En vertu de la Loi sur les services à l'enfance et à la famille, tous les membres du public, y compris les professionnels qui travaillent étroitement avec les enfants et les jeunes, doivent signaler rapidement tout soupçon raisonnable indiquant qu'un enfant a ou peut avoir besoin de protection assurée directement par une société d'aide à l'enfance.

Les mauvais traitements incluent la violence physique, sexuelle et psychologique, la négligence et le risque de préjudice.

Les Ontariennes et les Ontariens ne devraient jamais hésiter à signaler des cas soupçonnés de mauvais traitements infligés aux enfants ou de négligence. Il n'est pas nécessaire que la personne soit certaine qu'un enfant a ou peut avoir besoin de protection pour faire un signalement à une société d'aide à l'enfance. Elle a juste besoin d'avoir des motifs raisonnables de soupçonner une telle situation.

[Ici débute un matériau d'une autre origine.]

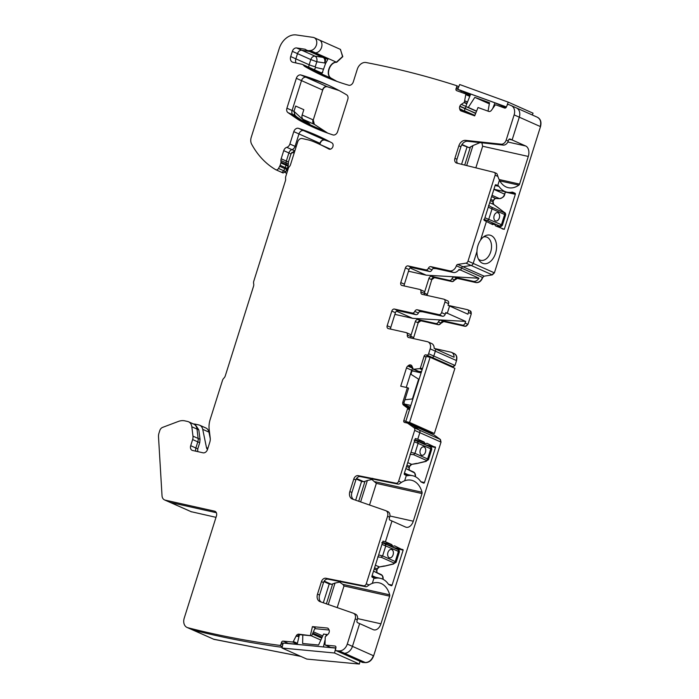 <?xml version="1.0" encoding="UTF-8"?>
<svg xmlns="http://www.w3.org/2000/svg" width="699" height="699" viewBox="0 0 699 699"><rect width="100%" height="100%" fill="white"/><g stroke="black" fill="none" stroke-linecap="round" stroke-linejoin="round"><path stroke-width="1.05" d="M494.027 188.922A26.597 17.344 102.6 0 0 497.601 190.381A26.597 17.344 102.6 0 0 500.274 190.661M497.74 207.376L493.651 204.449A2.578 1.931 114 0 1 493.048 201.819L493.442 200.561L490.742 199.355M501.096 225.279C502.642 225.515 502.756 225.323 501.445 224.702L484.94 217.756M504.547 214.34C505.945 215.056 505.98 215.117 504.652 214.532L501.445 224.702L499.706 226.057L487.081 220.43A1.713 1.293 -66 0 0 488.819 219.075L492.026 208.914L488.278 207.166M504.25 212.784L491.624 207.157A1.713 1.293 -66 0 1 492.026 208.914L504.652 214.532L504.582 212.627M495.67 225.943L499.995 226.485M497.671 207.315L503.979 212.173A1.713 1.223 -53.7 0 1 504.128 212.26A1.713 1.223 -53.7 0 1 504.145 212.269A1.713 1.223 -53.7 0 1 504.259 212.374M499.444 226.424A1.713 1.223 98.9 0 0 499.654 226.485A1.713 1.223 98.9 0 0 499.671 226.485A1.713 1.223 98.9 0 0 499.68 226.485C500.327 227.035 501.218 226.633 502.354 225.305M495.451 220.875A4.29 2.796 102.6 0 0 495.801 220.989A4.29 2.796 102.6 0 0 499.401 217.686A4.29 2.796 102.6 0 0 498.02 212.732A4.29 2.796 102.6 0 0 497.671 212.618A4.29 2.796 102.6 0 0 494.071 215.921A4.29 2.796 102.6 0 0 495.451 220.875M495.783 220.989A4.29 2.796 102.6 0 0 499.366 217.669A4.29 2.796 102.6 0 0 497.985 212.732A4.29 2.796 102.6 0 0 497.653 212.618M406.136 474.263A26.597 17.344 102.6 0 0 404.293 473.546M414.315 441.759L430.794 448.793C432.104 449.405 432.008 449.544 430.488 449.212M410.968 452.358L414.961 453.336L418.168 443.166L417.452 441.27L430.217 446.941A1.713 1.293 114 0 1 430.794 448.793L427.587 458.955L428.443 459.724L431.72 449.335M407.744 462.598L411.702 464.363L416.656 463.35M410.077 454.306L413.572 454.691L426.198 460.309L425.787 461.305L428.443 459.724M416.359 463.638L425.403 461.384A1.713 1.118 78.9 0 0 425.848 461.427A1.713 1.118 78.9 0 0 425.874 461.419A1.713 1.118 78.9 0 0 426.041 461.357M424.162 446.993A4.29 2.796 102.6 0 0 423.812 446.879A4.29 2.796 102.6 0 0 420.213 450.182A4.29 2.796 102.6 0 0 421.593 455.136A4.29 2.796 102.6 0 0 421.943 455.25A4.29 2.796 102.6 0 0 425.534 451.947A4.29 2.796 102.6 0 0 424.162 446.993M421.925 455.25A4.29 2.796 102.6 0 0 425.508 451.93A4.29 2.796 102.6 0 0 424.127 446.984A4.29 2.796 102.6 0 0 423.795 446.871M373.79 576.858A26.597 17.344 102.6 0 0 371.947 576.142A0.856 0.559 -77.4 0 0 372.2 577.199L374.524 578.23A3.006 1.957 102.6 0 0 374.769 578.309A3.006 1.957 102.6 0 0 375.337 578.318A26.597 17.344 102.6 0 1 380.361 578.326A26.597 17.344 102.6 0 1 388.338 584.102A3.006 1.957 102.6 0 0 389.002 584.679L391.326 585.718A0.856 0.559 102.6 0 0 392.095 585.133L403.14 550.122L394.551 545.832A3.434 2.237 102.6 0 1 393.205 546.129A3.434 2.237 102.6 0 1 391.816 544.617L382.536 542.538M381.969 544.355L398.447 551.38C399.758 552 399.662 552.14 398.142 551.808M378.622 554.945L382.615 555.923L385.822 545.762L385.105 543.857L397.871 549.528A1.713 1.293 114 0 1 398.447 551.38L395.241 561.55L396.097 562.311L399.374 551.922M375.398 565.194L379.356 566.95L384.31 565.945M377.731 556.893L381.226 557.278L393.852 562.905L393.441 563.892L396.097 562.311M384.013 566.234L393.056 563.971A1.713 1.118 78.9 0 0 393.502 564.014A1.713 1.118 78.9 0 0 393.528 564.006A1.713 1.118 78.9 0 0 393.686 563.953M384.537 566.129L379.531 566.924M391.816 549.58A4.29 2.796 102.6 0 0 391.466 549.466A4.29 2.796 102.6 0 0 387.866 552.769A4.29 2.796 102.6 0 0 389.247 557.723A4.29 2.796 102.6 0 0 389.596 557.837A4.29 2.796 102.6 0 0 393.188 554.534A4.29 2.796 102.6 0 0 391.816 549.58M389.579 557.837A4.29 2.796 102.6 0 0 393.161 554.517A4.29 2.796 102.6 0 0 391.781 549.58A4.29 2.796 102.6 0 0 391.449 549.466M210.268 438.649L208.931 432.104L202.727 429.343L206.485 447.631A4.29 3.224 -66 0 0 207.516 449.448L209.779 442.257A8.58 6.448 -66 0 0 210.216 437.993L209.158 429.335A19.729 14.836 -66 0 1 210.154 419.54L222.474 380.457A4.29 3.224 -66 0 1 223.881 378.15A4.29 3.224 -66 0 0 225.288 375.852L253.527 286.293A4.29 3.224 -66 0 0 253.658 283.707A4.29 3.224 -66 0 1 253.798 281.12L285.402 180.866A4.29 3.224 -66 0 0 285.603 178.612A4.29 3.224 -66 0 1 285.804 176.366L288.372 168.223A2.578 1.931 -66 0 1 289.176 166.878A4.29 3.224 -66 0 0 290.522 164.641L297.695 141.888A4.29 3.224 -66 0 1 302.151 138.524L307.315 139.686A68.633 51.586 -66 0 1 314.113 141.862A293.842 220.867 -66 0 1 316.638 142.963A293.842 220.867 -66 0 1 328.853 149.018A3.434 2.578 -66 0 0 328.993 149.088A3.434 2.578 -66 0 0 332.698 147.096A3.434 2.578 -66 0 0 331.929 142.893A343.174 257.948 -66 0 0 317.101 135.51A343.174 257.948 -66 0 0 298.473 128.336A4.29 3.224 -66 0 0 293.79 131.639L289.884 144.029A4.29 3.224 -66 0 1 286.8 147.34A4.29 3.224 -66 0 0 283.724 150.643L281.164 158.769A4.29 3.224 -66 0 0 280.919 160.552L280.981 162.054A2.141 1.616 -66 0 1 280.858 162.954L280.124 165.287A4.29 3.224 -66 0 1 279.679 166.318L278.517 168.442A2.578 1.931 -66 0 1 275.825 169.743A2.578 1.931 -66 0 1 275.686 169.674A102.954 77.388 -66 0 1 251.623 144.151A8.58 6.448 -66 0 1 251.247 137.266L279.224 48.537A17.16 12.897 -66 0 1 296.297 34.95L313.065 37.37A6.868 5.155 -66 0 1 314.113 37.667A6.868 5.155 -66 0 1 316.446 44.911A6.868 5.155 -66 0 1 310.321 50.546A8.676 6.518 -66 0 0 309.674 50.608L328.128 58.83L325.542 63.539L322.003 73.482A4.29 3.224 -66 0 0 321.024 72.705L307.743 66.789A4.29 3.224 114 0 1 308.722 67.567A8.676 6.518 -66 0 0 310.225 68.895A343.174 257.948 -66 0 0 326.101 77.152A343.174 257.948 -66 0 1 310.225 68.895L305.061 66.597A343.174 257.948 -66 0 0 323.506 76.025A343.174 257.948 -66 0 0 348.696 85.217A4.29 3.224 -66 0 0 353.301 81.888L357.276 69.288A8.58 6.448 -66 0 1 366.04 62.534A8.58 6.448 -66 0 1 366.189 62.56A1328.939 998.897 -66 0 1 456.264 85.549A1.713 1.293 -66 0 1 456.561 87.427L456.089 88.624A1.713 1.293 -66 0 0 456.665 90.66L465.42 93.832A0.856 0.647 -66 0 1 465.779 94.592L464.337 102.369L461.288 104.387A3.006 2.254 -66 0 0 459.881 106.134L459.767 106.414A3.006 2.254 -66 0 0 459.61 108.616L459.881 109.577A3.006 2.254 -66 0 0 460.947 110.896A3.006 2.254 -66 0 0 461.06 110.94L474.682 115.877L478.011 107.515L488.732 111.403A3.006 2.254 -66 0 0 491.519 110.206L495.058 105.217A0.856 0.647 -66 0 1 495.862 104.867L504.608 108.048A1.713 1.293 -66 0 0 506.46 106.895L506.932 105.698A1.713 1.293 -66 0 1 508.488 104.483A1328.939 998.897 -66 0 1 511.144 105.566A8.58 6.448 -66 0 1 511.275 105.628A8.58 6.448 -66 0 1 514.132 114.881L506.181 140.097L508.252 141.015A5.146 3.871 114 0 1 503.245 145.104L467.605 141.277A6.868 5.155 114 0 0 460.921 146.738L456.971 159.258A4.29 3.224 114 0 0 457.609 163.313M208.931 432.104A8.152 6.125 -66 0 0 205.908 427.998L199.704 425.237A8.152 6.125 -66 0 0 198.822 424.94L195.676 424.241A20.594 15.474 -66 0 0 193.413 423.952M202.727 429.343A8.152 6.125 -66 0 0 199.704 425.237M291.71 152.417L294.2 152.967M287.813 169.997L287.149 169.7L288.224 168.686M293.991 111.307L305.472 122.002M293.973 114.304L296.839 116.978M323.899 581.612L329.238 583.988L323.314 602.783M356.245 479.016L361.584 481.393L355.66 500.187M324.205 581.087L331.483 584.329L329.238 583.988M328.268 604.504L335.022 583.08L331.483 584.329M356.551 478.5L363.829 481.742L361.584 481.393M360.614 501.908L367.368 480.493L363.829 481.742M285.227 172.426L286.686 173.579M337.189 607.606L344.013 585.963L342.816 584.347L339.531 582.101L335.022 583.08M369.535 505.019L376.359 483.367L371.877 479.505L367.368 480.493M427.002 295.415L431.764 279.67L434.446 277.652L452.27 281.636L457.312 278.403L454.464 277.136A2.578 1.931 -66 0 0 451.947 278.752A2.578 1.931 114 0 1 449.422 280.369L431.598 276.385A2.578 1.931 -66 0 0 428.924 278.403L424.529 292.348M410.916 335.503L415.32 321.557A2.578 1.931 114 0 1 417.993 319.539L435.818 323.523A2.578 1.931 -66 0 0 438.343 321.907A2.578 1.931 114 0 1 440.859 320.291L462.441 325.114A2.578 1.931 -66 0 0 465.115 323.095L465.648 321.409L447.299 313.239L449.571 306.013L448.024 305.323L448.548 303.646A2.578 1.931 114 0 0 447.692 300.867A2.578 1.931 114 0 0 447.421 300.78M448.042 305.332L467.316 309.64A2.578 1.931 114 0 1 467.596 309.727A2.578 1.931 114 0 1 468.452 312.505L467.919 314.192L449.571 306.013L447.299 313.239L445.56 313.135L447.299 313.239L445.744 312.549L445.211 314.227L441.593 312.619L444.931 302.029A2.578 1.931 -66 0 0 444.075 299.259A2.578 1.931 -66 0 0 443.804 299.163L422.161 294.331A2.578 1.931 -66 0 1 421.89 294.235A2.578 1.931 -66 0 1 420.929 291.876A2.578 1.931 -66 0 0 419.968 289.508A2.578 1.931 -66 0 0 419.688 289.421L401.916 285.454A2.578 1.931 -66 0 1 401.637 285.358A2.578 1.931 -66 0 1 400.78 282.579L405.403 267.927L409.02 269.534L404.398 284.196A2.578 1.931 -66 0 0 404.398 286.005M355.354 614.133A5.146 3.871 -66 0 1 355.59 614.22A5.146 3.871 -66 0 1 357.303 619.777L357.04 620.59A1.713 1.118 102.6 0 0 357.565 622.678L373.205 629.642A8.58 5.592 102.6 0 0 373.895 629.869A8.58 5.592 102.6 0 0 380.938 623.805L389.658 596.16A1.713 1.118 102.6 0 0 389.701 594.823A25.741 16.785 -77.4 0 0 379.094 582.826A25.741 16.785 -77.4 0 0 372.314 583.368L374.009 578.003L372.314 583.368A25.741 16.785 -77.4 0 0 369.089 585.002L367.237 586.304A2.578 1.931 -66 0 1 365.726 586.706L363.655 585.788A2.578 1.931 -66 0 0 366.293 583.761L387.578 516.264A5.146 3.871 -66 0 0 385.865 510.707A5.146 3.871 -66 0 0 385.638 510.62L352.436 499.069A6.868 5.155 -66 0 1 352.13 498.946A6.868 5.155 -66 0 1 349.849 491.546L353.799 479.025A4.29 3.224 -66 0 1 358.194 475.643L396.001 483.192A2.578 1.931 -66 0 0 398.648 481.165L414.656 430.374A2.578 1.931 -66 0 0 414.053 427.744L407.683 423.218A1.713 1.293 -66 0 0 407.334 423.061L404.59 422.449A1.713 1.293 -66 0 1 403.83 420.536L407.534 408.793A0.856 0.647 -66 0 0 407.342 407.919L403.541 405.114L404.372 405.49L404.022 402.58L408.583 388.137L407.395 387.683L402.86 402.065A3.006 2.254 -66 0 0 403.541 405.114M387.709 511.537A5.146 3.871 -66 0 1 387.936 511.633A5.146 3.871 -66 0 1 389.649 517.181L389.387 517.994A1.713 1.118 -77.4 0 0 389.911 520.082L405.551 527.046A8.58 5.592 102.6 0 0 406.241 527.282A8.58 5.592 102.6 0 0 413.284 521.209L422.004 493.564A1.713 1.118 102.6 0 0 422.047 492.236A25.741 16.785 -77.4 0 0 411.44 480.239A25.741 16.785 -77.4 0 0 404.66 480.781L406.355 475.407L406.87 475.643A3.006 1.957 102.6 0 0 407.115 475.722A3.006 1.957 102.6 0 0 407.683 475.722A26.597 17.344 102.6 0 1 412.707 475.731A26.597 17.344 102.6 0 1 420.684 481.515A3.006 1.957 102.6 0 0 421.348 482.092L423.673 483.123A0.856 0.559 102.6 0 0 424.442 482.537L420.868 481.742M427.57 445.761L435.486 447.526L424.442 482.537M435.486 447.526L426.897 443.245A3.434 2.237 102.6 0 1 425.551 443.542A3.434 2.237 102.6 0 1 424.162 442.021L414.883 439.951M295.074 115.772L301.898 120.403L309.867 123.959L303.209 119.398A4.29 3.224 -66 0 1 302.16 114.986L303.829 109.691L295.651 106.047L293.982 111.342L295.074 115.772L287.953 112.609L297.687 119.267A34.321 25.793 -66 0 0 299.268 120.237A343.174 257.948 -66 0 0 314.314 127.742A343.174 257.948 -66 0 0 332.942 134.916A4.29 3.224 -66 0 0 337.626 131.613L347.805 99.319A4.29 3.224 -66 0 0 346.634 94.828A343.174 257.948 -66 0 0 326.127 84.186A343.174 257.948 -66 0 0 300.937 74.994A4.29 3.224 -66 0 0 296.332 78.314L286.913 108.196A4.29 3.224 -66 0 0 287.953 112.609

Par motifs raisonnables, on entend des renseignements dont une personne normale, faisant preuve d'un discernement normal et honnête, doit disposer pour décider d'effectuer un signalement.

Les membres du public, y compris les professionnels qui travaillent avec des enfants et des jeunes, peuvent trouver les coordonnées de leur société d'aide à l'enfance locale en composant le 411, le cas échéant, ou en se rendant sur le site Web du ministère des Services à l'enfance et à la jeunesse.

Je tiens à profiter de l'occasion pour reconnaître le rôle vital que toutes les sociétés d'aide à l'enfance de la province jouent en matière de sécurité des jeunes.

Monsieur le Président, nous avons œuvré, en tant que gouvernement, au renforcement du système de bien-être de l'enfance, afin de prévenir les cas de mauvais traitements infligés aux enfants et de négligence.

Nous avons accompli des progrès pour mieux protéger les enfants et les jeunes vulnérables.

Par exemple, nous accordons, par le biais du Programme de renforcement des capacités, un financement annuel aux organismes communautaires pour qu'ils offrent des programmes et des soutiens aux familles faisant partie du système de bien-être de l'enfance, et pour qu'ils empêchent les enfants et les jeunes d'être pris ou repris en charge.

Le gouvernement a adopté une loi qui accorde à l'intervenant provincial en faveur des enfants et des jeunes le pouvoir d'enquêter sur des questions touchant les enfants et les jeunes qui font partie du système de protection de l'enfance.

Par ailleurs, mon ministère finance l'Association ontarienne des sociétés de l'aide à l'enfance pour qu'elle élabore un curriculum de formation et d'éducation à l'intention du personnel de protection de l'enfance, afin de lui permettre de prendre des décisions cruciales concernant la sécurité des enfants et des jeunes et d'améliorer les résultats pour tous les enfants et les jeunes.

La formation aide les travailleuses et les travailleurs du secteur de la protection de l'enfance à assumer leur rôle, à soutenir les enfants, les jeunes et les familles, et à satisfaire leurs besoins.

Nous avons aussi établi des liens avec d'autres associations professionnelles, notamment celles des enseignantes et des enseignants; des éducatrices et des éducateurs de la petite enfance; des pompiers; et des professionnels de la santé, pour mieux les sensibiliser et leur faire mieux comprendre leur obligation de signalement des cas de mauvais traitements infligés aux enfants et de négligence aux termes de la Loi sur les services à l'enfance et à la famille, puisque ce sont eux qui travaillent en première ligne tous les jours avec les enfants et les familles. Nous comptons sur eux pour comprendre et assumer leur responsabilité de signalement des cas de mauvais traitements et de négligence soupçonnés.

La prévention des mauvais traitements infligés aux enfants et de la négligence est une responsabilité collective. Nous avons toutes et tous un rôle à jouer.

J'exhorte les membres de cette Assemblée, et tous les Ontariens et les Ontariennes, à se renseigner sur les signes de maltraitance et de négligence.

Si vous le constatez, signalez-le. C'est la loi.

Je remercie toutes les personnes qui exercent, à l'échelon communautaire et tous les jours, une influence profonde sur la vie des enfants et des jeunes.

Je vous remercie, Monsieur le Président.